On the North American mainland, settlement followed exploration and colonization. For half a century there was little record of travelling beyond the limits of the outlying pasture lands and adjoining home sites. Occasionally someone bolder than his neighbours pushed a canoe up-stream to the head of navigation, or wandered into the valleys beyond the surrounding ridges, but very rarely were observations or physical experiences committed to paper.

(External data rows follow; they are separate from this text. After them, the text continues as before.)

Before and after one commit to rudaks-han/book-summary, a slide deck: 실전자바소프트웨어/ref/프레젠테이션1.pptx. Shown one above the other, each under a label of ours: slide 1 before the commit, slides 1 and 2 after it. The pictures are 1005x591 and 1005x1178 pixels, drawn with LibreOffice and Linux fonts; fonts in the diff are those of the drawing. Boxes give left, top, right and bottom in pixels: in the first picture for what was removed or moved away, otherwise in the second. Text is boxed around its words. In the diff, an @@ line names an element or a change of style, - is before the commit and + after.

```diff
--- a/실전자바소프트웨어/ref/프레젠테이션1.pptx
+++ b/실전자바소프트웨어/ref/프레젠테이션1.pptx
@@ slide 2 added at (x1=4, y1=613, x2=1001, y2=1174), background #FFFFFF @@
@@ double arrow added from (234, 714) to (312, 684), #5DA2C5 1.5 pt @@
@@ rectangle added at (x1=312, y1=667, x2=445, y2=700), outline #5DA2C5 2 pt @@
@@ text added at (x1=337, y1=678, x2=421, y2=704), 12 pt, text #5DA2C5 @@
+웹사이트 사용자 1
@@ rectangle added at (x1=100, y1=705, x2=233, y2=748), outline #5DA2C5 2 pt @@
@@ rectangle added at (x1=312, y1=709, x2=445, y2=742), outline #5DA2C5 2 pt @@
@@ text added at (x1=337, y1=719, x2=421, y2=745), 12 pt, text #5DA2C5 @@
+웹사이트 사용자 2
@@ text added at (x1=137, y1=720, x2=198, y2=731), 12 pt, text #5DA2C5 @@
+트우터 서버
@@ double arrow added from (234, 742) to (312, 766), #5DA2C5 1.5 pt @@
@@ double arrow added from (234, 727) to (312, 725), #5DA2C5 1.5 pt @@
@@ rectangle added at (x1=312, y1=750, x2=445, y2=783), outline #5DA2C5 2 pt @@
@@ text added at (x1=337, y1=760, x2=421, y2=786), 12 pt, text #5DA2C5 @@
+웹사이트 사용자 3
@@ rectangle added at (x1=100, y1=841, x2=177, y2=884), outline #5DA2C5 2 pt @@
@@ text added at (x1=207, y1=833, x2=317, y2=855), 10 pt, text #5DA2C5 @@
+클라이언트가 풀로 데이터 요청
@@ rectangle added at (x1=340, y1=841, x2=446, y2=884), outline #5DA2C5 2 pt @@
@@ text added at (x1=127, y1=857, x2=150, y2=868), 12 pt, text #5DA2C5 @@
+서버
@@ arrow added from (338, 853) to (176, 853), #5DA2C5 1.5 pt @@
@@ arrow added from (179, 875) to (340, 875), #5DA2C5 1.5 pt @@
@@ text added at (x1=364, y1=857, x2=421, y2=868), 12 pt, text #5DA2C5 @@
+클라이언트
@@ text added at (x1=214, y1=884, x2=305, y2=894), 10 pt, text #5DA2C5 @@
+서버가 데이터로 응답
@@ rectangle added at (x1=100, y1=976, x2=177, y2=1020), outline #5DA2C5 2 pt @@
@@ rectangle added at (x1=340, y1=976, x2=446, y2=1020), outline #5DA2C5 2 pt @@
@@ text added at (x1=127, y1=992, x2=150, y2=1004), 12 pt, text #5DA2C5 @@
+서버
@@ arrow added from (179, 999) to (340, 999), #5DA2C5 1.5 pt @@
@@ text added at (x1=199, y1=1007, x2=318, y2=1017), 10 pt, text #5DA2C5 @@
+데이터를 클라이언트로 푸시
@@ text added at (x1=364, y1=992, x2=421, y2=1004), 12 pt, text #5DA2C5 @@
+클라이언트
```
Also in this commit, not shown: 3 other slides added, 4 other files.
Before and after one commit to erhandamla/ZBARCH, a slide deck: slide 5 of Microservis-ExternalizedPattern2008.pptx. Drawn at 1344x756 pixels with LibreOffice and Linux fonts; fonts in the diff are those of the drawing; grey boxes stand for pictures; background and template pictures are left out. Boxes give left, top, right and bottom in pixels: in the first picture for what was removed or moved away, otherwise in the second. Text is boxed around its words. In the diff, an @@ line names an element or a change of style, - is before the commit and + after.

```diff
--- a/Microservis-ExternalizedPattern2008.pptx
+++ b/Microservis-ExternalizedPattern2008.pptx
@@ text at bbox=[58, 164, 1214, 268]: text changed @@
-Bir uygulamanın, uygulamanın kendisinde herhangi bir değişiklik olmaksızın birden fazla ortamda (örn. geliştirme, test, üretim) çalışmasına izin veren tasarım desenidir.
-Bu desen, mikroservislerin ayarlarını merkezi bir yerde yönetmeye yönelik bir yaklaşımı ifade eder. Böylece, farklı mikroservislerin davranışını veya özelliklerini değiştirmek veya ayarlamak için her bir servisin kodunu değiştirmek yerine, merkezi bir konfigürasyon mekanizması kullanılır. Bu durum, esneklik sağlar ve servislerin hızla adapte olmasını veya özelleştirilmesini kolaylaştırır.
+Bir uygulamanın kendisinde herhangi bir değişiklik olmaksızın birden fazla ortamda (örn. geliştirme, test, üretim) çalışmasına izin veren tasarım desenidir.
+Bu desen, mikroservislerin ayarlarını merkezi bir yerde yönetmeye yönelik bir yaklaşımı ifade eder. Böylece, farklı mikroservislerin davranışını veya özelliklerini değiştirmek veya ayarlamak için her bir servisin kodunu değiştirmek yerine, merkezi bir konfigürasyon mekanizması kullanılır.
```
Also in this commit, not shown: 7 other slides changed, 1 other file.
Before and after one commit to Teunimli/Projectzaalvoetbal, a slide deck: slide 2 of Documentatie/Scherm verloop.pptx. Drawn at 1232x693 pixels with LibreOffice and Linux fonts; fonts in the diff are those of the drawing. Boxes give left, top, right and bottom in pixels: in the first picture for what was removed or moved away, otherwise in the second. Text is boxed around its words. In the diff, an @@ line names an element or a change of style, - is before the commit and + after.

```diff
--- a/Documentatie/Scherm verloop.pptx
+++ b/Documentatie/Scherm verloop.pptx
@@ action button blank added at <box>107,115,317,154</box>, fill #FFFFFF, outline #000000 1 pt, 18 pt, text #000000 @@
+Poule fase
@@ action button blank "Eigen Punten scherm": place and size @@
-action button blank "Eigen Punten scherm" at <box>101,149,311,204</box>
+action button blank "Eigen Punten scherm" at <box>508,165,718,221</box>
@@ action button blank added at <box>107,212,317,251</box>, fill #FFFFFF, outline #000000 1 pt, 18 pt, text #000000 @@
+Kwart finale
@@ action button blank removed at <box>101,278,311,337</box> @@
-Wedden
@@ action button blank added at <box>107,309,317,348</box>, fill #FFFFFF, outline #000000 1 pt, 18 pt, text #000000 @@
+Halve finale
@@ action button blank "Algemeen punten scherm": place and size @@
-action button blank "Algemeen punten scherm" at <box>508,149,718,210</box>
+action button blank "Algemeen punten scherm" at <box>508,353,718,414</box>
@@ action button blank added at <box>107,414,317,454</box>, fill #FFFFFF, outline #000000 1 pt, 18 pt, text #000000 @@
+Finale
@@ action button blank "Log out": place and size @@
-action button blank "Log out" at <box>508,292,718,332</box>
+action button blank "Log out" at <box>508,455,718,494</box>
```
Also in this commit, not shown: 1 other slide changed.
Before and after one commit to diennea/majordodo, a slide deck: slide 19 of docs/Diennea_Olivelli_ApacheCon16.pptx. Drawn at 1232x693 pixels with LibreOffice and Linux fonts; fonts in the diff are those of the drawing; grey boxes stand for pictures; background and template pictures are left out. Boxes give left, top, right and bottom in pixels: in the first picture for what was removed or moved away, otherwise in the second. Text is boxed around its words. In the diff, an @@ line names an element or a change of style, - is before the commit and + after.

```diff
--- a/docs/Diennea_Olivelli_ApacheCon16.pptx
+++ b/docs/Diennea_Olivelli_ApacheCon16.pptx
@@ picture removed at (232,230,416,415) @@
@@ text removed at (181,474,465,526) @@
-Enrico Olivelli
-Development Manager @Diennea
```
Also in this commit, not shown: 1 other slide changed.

The impulse to print the reports of travellers did not come until there was land to be sold. The seventeenth-century promoters of speculation carried on the practice of distributing tracts telling about the property they wished others to buy. The little pamphlets issued by the Virginia Company, by the Massachusetts Agents, by William Penn in German, Dutch, and French as well as in English, by the Scots Proprietors of the Jerseys, and by the Lords of Carolina, are today worth more money than many of the acres that they describe.

Most of these early tracts were written by men who had travelled through the regions of which they wrote. Rarely is there any substantial reason for doubting the honesty of what was reported as the result of actual observation.

"What I write, is what I have proved," remarks one of the frankest of these promoters of a New World settlement in which he hoped to make his fortune, Edward Bland, Merchant.

On August 27, 1650, Bland set forth from the head of "Appamattuck River" in Virginia in search of the Falls of Blandina. His journey took him across broad stretches of "very rich Champian Land," "a pleasant Country, of temperate Ayre, and fertile Soyle."

The beauty of the country, the heaps of bones which led the native guides to relate tales of valorous deeds, and the preservation of the party through "information our Guide told us he had from a woman that was his Sweet-heart," offered opportunities that a later-day reader wishes might have been improved with some of the appreciation of literary possibilities which a Frenchman could hardly have neglected.

Bland's narrative goes steadily forward toward the goal and home again, without digression for any merely entertaining purpose from each day's march and the nightly watch against surprise.